Folklore
Folklore can be described as traditional art, literature, knowledge, and practices that are passed on in large part through oral communication and example.[1] The information thus transmitted expresses the shared ideas and values of a particular group. British antiquarian William Thoms is generally credited with coining the term "folklore" in 1846.[2] Elliott Oring states that folklore is that part of culture that "lives happily ever after".[3]
The academic study of folklore is most often known as folkloristics, although it is sometimes also termed "folklore studies" and "folklife research". As an academic discipline folklore shares methods, and insights with literature, anthropology, art, music, history, linguistics, philosophy, and mythology.
Definition
The term "Folk-Lore" was coined by William Thoms in 1846; he described it as a "good Saxon compound" to delineate that which was then widely known as "popular antiquities, or popular literature".[4] Ever since then, there have been debates as to the meaning of the term among folklorists, with no widespread agreement.[5] For instance, introducing their edited volume on the subject, the folklorists Regina F. Bendix and Galit Hasan-Rokem stated that "there is not one unambiguous way of defining what folklore is and what its study comprises."[6]
The most common definition of folklore was that it represented 'oral tradition', or traditions that have been transmitted in an oral manner.[7] This definition had several issues, however; in non-literate societies, for example, all culture is orally transmitted, making the concept of folklore in such a context all-encompassing.[7] Moreover, even in literate societies there are many activities, such as brushing one's teeth or driving a vehicle, which are orally transmitted and yet not usually thought of as folklore.[7] Accordingly, oral transmission alone is not seen as something that is enough to make something folkloric.[7] Also problematizing the link between folklore and oral tradition is the fact that some practices that are widely deemed folkloric – such as epitaphs or chain letters – involve transmission through text.[7] Similarly, some other folkloric practices, such as traditional dances, games, gestures, and symbols, are often transmitted visually rather than orally.[8]
"What do people in general think of when they hear the word folklore: stories, festivals, open air museums, holiday greetings and party games?

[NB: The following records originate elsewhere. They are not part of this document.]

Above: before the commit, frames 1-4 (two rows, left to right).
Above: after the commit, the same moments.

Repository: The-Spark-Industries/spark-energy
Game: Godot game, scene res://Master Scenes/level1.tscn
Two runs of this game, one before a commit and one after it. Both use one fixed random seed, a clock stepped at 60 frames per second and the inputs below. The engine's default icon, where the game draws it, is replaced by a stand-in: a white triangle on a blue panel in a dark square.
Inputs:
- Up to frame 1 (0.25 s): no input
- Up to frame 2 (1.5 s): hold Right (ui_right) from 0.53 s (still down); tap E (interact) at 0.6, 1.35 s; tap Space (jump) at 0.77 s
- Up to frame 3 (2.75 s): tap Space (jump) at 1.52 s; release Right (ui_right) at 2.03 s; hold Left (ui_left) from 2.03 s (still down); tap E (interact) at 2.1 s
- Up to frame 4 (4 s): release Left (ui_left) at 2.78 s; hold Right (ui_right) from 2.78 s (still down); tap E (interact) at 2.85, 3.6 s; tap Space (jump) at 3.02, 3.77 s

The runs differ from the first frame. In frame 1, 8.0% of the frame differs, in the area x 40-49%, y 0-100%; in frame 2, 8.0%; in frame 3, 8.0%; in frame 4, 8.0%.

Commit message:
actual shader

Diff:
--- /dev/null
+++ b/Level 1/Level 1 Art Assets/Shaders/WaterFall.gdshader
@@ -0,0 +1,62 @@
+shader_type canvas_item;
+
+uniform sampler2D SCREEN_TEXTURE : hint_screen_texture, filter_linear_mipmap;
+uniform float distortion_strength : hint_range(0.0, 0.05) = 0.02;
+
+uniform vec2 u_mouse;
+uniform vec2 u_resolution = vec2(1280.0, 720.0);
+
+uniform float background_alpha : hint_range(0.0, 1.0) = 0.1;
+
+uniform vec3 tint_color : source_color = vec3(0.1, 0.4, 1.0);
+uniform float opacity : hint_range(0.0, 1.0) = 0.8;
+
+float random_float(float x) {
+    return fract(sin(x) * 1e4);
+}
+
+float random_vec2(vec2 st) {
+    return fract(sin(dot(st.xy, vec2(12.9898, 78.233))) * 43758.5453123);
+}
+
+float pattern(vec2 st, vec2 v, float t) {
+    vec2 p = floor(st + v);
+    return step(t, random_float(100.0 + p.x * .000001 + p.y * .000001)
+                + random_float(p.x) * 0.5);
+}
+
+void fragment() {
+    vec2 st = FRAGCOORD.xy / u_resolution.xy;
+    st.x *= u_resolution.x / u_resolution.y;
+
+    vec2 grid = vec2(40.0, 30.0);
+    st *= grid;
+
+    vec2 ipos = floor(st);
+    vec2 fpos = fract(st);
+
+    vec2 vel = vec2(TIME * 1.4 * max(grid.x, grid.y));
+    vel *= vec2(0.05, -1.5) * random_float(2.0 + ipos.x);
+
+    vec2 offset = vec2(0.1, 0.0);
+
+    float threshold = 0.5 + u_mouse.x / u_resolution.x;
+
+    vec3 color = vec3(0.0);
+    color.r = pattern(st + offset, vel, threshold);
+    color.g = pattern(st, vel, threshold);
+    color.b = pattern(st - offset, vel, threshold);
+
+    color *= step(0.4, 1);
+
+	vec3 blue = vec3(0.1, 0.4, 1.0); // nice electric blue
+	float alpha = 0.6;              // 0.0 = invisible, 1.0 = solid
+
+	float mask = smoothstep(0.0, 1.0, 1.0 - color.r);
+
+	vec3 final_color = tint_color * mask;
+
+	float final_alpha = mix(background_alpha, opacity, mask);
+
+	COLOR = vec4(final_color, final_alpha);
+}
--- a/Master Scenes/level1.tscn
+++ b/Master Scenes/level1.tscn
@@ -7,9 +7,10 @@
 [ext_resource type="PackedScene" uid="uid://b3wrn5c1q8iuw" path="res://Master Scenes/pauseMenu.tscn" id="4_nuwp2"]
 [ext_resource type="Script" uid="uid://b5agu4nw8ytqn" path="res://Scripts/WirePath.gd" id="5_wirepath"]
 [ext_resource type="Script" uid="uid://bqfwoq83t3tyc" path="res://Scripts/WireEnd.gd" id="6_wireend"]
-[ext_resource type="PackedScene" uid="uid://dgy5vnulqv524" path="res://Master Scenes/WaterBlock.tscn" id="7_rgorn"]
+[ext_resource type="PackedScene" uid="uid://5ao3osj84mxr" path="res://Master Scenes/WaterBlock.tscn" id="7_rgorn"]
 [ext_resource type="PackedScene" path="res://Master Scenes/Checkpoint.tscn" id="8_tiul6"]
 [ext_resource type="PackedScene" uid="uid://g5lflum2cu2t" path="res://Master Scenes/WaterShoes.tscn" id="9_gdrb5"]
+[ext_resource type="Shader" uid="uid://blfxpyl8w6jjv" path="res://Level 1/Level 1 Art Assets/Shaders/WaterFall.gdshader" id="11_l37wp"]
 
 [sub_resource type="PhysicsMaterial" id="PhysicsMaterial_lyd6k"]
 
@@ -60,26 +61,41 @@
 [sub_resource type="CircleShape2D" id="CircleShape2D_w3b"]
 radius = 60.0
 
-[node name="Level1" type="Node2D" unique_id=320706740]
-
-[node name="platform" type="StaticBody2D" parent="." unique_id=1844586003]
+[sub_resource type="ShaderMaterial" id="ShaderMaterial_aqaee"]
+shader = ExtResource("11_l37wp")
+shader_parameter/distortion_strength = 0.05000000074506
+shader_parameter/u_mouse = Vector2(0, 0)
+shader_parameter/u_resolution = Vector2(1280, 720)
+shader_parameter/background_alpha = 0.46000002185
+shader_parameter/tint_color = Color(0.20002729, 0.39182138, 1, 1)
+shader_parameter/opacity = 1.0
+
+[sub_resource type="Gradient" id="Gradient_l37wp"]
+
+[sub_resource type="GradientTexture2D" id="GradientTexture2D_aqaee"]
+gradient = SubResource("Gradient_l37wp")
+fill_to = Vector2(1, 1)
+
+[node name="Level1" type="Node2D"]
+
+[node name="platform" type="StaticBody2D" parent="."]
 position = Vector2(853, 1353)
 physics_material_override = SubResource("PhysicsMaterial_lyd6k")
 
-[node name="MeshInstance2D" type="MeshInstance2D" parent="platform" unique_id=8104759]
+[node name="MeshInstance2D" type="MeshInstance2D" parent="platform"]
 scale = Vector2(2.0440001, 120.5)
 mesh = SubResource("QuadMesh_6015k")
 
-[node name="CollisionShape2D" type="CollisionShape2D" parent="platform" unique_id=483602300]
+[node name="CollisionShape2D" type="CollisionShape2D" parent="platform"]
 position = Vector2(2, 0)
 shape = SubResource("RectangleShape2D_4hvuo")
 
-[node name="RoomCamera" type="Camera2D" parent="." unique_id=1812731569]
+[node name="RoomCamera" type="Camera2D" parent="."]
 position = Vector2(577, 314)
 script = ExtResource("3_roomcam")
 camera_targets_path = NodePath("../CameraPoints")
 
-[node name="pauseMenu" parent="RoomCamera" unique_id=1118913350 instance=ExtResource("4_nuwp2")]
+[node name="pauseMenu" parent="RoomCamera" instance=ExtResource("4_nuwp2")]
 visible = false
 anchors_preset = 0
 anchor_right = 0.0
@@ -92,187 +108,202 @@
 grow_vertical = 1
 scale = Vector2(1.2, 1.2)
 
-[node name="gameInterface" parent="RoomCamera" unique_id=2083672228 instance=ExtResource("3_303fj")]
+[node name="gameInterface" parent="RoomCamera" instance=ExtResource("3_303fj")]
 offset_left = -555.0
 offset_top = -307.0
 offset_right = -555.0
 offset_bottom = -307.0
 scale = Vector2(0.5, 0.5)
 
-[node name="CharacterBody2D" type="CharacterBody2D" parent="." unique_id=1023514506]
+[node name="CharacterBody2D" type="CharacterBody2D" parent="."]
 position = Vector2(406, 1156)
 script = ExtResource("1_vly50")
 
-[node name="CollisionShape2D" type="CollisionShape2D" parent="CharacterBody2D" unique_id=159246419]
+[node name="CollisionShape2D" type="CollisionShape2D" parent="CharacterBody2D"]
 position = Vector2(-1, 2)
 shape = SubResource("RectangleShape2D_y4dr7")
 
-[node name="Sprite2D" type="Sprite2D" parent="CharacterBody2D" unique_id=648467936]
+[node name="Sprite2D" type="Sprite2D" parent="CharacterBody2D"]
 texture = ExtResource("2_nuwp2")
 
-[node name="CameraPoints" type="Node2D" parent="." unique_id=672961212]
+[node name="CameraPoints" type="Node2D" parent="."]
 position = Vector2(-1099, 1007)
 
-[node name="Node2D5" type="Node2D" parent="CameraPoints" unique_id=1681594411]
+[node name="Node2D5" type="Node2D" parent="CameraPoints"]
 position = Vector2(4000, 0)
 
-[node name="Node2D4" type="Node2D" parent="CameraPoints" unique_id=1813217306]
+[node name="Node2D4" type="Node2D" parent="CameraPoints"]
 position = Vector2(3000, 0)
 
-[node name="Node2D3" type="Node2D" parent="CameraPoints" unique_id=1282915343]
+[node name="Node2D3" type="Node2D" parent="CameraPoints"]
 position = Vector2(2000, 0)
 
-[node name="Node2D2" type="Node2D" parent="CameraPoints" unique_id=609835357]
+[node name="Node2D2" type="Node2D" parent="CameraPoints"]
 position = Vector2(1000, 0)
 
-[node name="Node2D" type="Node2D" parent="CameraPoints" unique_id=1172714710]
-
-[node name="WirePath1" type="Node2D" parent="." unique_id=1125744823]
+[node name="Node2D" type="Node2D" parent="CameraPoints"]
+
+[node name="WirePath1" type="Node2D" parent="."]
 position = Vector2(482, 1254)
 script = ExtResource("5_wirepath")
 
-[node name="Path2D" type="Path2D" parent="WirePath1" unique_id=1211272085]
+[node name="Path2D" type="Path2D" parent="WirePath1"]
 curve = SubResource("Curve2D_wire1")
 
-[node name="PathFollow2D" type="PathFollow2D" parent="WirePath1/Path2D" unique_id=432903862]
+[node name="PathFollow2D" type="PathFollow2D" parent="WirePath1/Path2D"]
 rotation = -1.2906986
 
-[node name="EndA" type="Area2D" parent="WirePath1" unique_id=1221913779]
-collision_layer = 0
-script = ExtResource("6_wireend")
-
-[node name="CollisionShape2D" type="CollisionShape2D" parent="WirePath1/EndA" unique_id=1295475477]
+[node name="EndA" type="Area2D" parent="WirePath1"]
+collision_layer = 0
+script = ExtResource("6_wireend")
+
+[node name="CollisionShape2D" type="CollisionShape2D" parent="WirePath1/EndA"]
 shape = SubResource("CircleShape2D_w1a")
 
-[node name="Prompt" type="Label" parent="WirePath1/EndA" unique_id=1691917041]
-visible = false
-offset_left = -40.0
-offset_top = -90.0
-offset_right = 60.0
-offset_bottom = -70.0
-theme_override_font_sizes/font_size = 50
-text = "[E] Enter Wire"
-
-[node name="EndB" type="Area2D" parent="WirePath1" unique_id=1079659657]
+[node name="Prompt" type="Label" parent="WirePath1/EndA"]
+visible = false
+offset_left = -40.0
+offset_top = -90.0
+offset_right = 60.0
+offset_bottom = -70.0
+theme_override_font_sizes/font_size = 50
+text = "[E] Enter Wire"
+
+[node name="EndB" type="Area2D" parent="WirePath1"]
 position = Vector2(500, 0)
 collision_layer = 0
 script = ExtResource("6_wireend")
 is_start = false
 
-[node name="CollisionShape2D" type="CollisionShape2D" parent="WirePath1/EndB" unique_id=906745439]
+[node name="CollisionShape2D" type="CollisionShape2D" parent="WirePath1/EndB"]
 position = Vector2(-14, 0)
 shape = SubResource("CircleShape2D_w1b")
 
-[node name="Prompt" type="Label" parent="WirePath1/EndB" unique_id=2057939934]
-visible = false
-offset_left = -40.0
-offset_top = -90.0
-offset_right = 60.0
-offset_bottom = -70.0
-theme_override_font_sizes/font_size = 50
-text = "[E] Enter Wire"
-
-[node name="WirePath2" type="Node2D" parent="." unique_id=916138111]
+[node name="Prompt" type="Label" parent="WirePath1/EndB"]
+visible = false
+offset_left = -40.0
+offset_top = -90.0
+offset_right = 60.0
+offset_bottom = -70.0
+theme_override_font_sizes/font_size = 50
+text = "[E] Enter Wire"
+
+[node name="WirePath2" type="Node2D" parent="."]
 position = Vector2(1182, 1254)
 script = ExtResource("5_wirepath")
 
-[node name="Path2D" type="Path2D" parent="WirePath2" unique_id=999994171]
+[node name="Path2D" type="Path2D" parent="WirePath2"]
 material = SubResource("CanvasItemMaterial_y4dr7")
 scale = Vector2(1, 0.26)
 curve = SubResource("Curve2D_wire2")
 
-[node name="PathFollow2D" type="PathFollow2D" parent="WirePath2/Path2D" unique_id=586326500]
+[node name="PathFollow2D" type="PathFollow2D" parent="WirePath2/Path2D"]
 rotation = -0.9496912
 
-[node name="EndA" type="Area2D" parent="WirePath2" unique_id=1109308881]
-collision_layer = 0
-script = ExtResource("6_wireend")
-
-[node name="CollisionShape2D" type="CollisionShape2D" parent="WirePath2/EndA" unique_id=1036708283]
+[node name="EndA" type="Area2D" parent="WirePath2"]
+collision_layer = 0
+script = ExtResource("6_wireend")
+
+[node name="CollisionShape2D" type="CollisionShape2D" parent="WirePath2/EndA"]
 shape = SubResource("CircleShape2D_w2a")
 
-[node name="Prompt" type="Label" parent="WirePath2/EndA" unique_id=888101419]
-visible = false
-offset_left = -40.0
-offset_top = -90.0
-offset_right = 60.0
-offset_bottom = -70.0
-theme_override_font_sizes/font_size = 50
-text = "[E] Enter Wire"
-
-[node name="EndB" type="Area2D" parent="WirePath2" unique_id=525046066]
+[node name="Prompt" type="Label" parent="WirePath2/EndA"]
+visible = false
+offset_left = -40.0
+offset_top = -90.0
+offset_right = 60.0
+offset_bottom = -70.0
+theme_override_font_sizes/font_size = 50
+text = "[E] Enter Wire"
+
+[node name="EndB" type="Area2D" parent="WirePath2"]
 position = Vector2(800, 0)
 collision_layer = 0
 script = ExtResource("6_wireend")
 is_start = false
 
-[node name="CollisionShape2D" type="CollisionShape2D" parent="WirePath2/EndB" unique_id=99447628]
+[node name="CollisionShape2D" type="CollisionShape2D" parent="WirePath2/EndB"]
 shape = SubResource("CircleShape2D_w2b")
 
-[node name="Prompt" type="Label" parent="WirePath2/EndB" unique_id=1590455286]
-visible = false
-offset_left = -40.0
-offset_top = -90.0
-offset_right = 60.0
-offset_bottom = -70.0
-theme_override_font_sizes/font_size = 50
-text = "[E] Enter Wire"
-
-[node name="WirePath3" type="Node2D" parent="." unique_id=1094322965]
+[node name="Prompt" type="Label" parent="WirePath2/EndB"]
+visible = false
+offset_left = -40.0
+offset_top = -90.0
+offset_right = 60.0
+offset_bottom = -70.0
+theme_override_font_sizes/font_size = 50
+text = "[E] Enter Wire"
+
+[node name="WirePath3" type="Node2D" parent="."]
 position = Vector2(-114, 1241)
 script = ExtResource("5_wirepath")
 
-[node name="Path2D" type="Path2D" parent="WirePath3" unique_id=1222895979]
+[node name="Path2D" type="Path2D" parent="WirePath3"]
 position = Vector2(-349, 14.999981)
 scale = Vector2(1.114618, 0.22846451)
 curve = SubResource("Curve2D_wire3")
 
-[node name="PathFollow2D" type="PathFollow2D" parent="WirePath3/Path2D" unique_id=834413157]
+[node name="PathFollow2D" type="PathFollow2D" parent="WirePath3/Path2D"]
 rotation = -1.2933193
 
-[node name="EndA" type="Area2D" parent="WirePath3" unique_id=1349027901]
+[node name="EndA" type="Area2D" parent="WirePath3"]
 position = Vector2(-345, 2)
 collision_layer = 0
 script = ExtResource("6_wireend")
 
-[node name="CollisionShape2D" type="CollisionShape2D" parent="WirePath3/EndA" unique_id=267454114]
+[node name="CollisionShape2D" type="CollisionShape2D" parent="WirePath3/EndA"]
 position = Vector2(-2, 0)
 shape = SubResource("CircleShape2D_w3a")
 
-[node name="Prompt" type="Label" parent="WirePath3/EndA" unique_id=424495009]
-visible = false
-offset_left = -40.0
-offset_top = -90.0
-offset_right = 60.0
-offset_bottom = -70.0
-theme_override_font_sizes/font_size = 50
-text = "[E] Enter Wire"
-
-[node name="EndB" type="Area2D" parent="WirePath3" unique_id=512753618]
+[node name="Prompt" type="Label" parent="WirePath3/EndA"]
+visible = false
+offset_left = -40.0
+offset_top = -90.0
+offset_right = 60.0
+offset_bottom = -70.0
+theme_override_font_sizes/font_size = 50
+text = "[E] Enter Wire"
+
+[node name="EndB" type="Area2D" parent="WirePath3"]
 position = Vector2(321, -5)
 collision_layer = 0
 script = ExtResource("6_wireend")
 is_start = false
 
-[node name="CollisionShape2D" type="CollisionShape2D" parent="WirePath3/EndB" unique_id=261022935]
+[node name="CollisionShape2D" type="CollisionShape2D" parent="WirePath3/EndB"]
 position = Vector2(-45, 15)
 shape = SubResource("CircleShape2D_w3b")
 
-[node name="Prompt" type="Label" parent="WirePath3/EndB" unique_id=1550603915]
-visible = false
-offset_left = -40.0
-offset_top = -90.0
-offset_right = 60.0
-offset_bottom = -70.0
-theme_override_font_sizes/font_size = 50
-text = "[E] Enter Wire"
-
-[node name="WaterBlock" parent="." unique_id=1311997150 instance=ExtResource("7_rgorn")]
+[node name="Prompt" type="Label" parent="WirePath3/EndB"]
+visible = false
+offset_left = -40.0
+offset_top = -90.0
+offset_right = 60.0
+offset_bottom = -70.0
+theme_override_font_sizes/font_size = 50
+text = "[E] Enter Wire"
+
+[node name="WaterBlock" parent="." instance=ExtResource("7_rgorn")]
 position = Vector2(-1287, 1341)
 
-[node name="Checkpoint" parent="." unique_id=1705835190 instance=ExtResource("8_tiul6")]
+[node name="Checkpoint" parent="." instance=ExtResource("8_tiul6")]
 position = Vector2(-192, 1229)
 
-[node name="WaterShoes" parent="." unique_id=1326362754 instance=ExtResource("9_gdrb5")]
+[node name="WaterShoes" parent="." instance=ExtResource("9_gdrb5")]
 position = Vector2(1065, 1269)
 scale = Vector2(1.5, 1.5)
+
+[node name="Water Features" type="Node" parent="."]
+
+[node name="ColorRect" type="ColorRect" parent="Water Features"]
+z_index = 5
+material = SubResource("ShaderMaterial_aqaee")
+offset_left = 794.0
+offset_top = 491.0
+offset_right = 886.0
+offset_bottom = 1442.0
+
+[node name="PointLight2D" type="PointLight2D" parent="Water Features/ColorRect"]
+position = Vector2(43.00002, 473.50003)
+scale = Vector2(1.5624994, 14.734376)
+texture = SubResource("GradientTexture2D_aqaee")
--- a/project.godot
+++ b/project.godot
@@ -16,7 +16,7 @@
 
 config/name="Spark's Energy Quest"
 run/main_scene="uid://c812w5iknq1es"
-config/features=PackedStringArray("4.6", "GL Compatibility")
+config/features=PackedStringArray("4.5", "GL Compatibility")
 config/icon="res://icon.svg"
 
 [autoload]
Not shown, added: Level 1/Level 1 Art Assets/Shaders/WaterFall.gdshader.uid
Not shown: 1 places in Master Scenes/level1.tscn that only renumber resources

Masks, riddles, lullabies, and fortune cookies? Crafts and knowledge of healing plants? All of these and much more is comprised in the term folklore and... the field of folklore research unfolds as a multifaceted array of learning, best understood when many views, perspectives, and experiences are combined."
— Folklorists Regina F. Bendix and Galit Hasan-Rokem, 2012[9]
An alternative approach to defining "folklore" focuses on the element of the "folk". More specifically, it describes folklore as those beliefs and practices which are held by "any group of people whatsoever who share at least one common factor", whether they be a family unit, a profession, or an ethnic, national, or religious community.[8]
In 1995, the folklorists Robert A. Georges and Michael Owen Jones defined folklore as a term denoting "expressive forms, processes, and behaviors (1) that we customarily learn, teach, and utilize or display during face-to-face interactions, and (2) that we judge to be traditional (a) because they are based on known precedents or models, and (b) because they serve as evidence of continuities and consistencies through time and space in human knowledge, thought, belief, and feeling."[10]
A further approach seeks not to explicitly define folklore but rather to explain it using an itemised list of those elements of culture usually considered to be folkloric.[11] This is the position taken on the website of the American Folklore Society.[12]
Characteristics
"Whether we live in remote areas or in urban centers, folklore pervades our lives. We all tell stories. We celebrate events, take part in rituals, and use figurative language. As children we sing jingles,... tell jokes and riddles, and play games. At work we learn and use the jargon of our trade, follow custom and tradition to accomplish tasks, and tell stories about job-related experiences. At home we develop and engage in rituals such as family outings, holiday observances, or shared meals. Among friends we joke, tell stories about our common experiences, employ slang expressions or dialect terms, and offer advice in the form of beliefs and practices. If we watch television, go to the movies, or look at ads, we see and hear examples of folklore that have been removed from the interactional setting and incorporated into another context."
— Folklorists Robert A. Georges and Michael Owen Jones, 1995[13]
Folklore is integral to everyday life.[10] It can be observed wherever humans interact face-to-face, however some forms of folklore are only performed at specific times, events, or places.[14] Obvious examples of folklore include holidays and festivals, as well as key events in the human life-cycle.[15]
Folklore often occurs in multiple different versions or variants.[16] Specific elements can recur in various different forms of folklore, for example the terms "once upon a time" and "they lived happily ever after" can be found in a wide range of folk tales.[17]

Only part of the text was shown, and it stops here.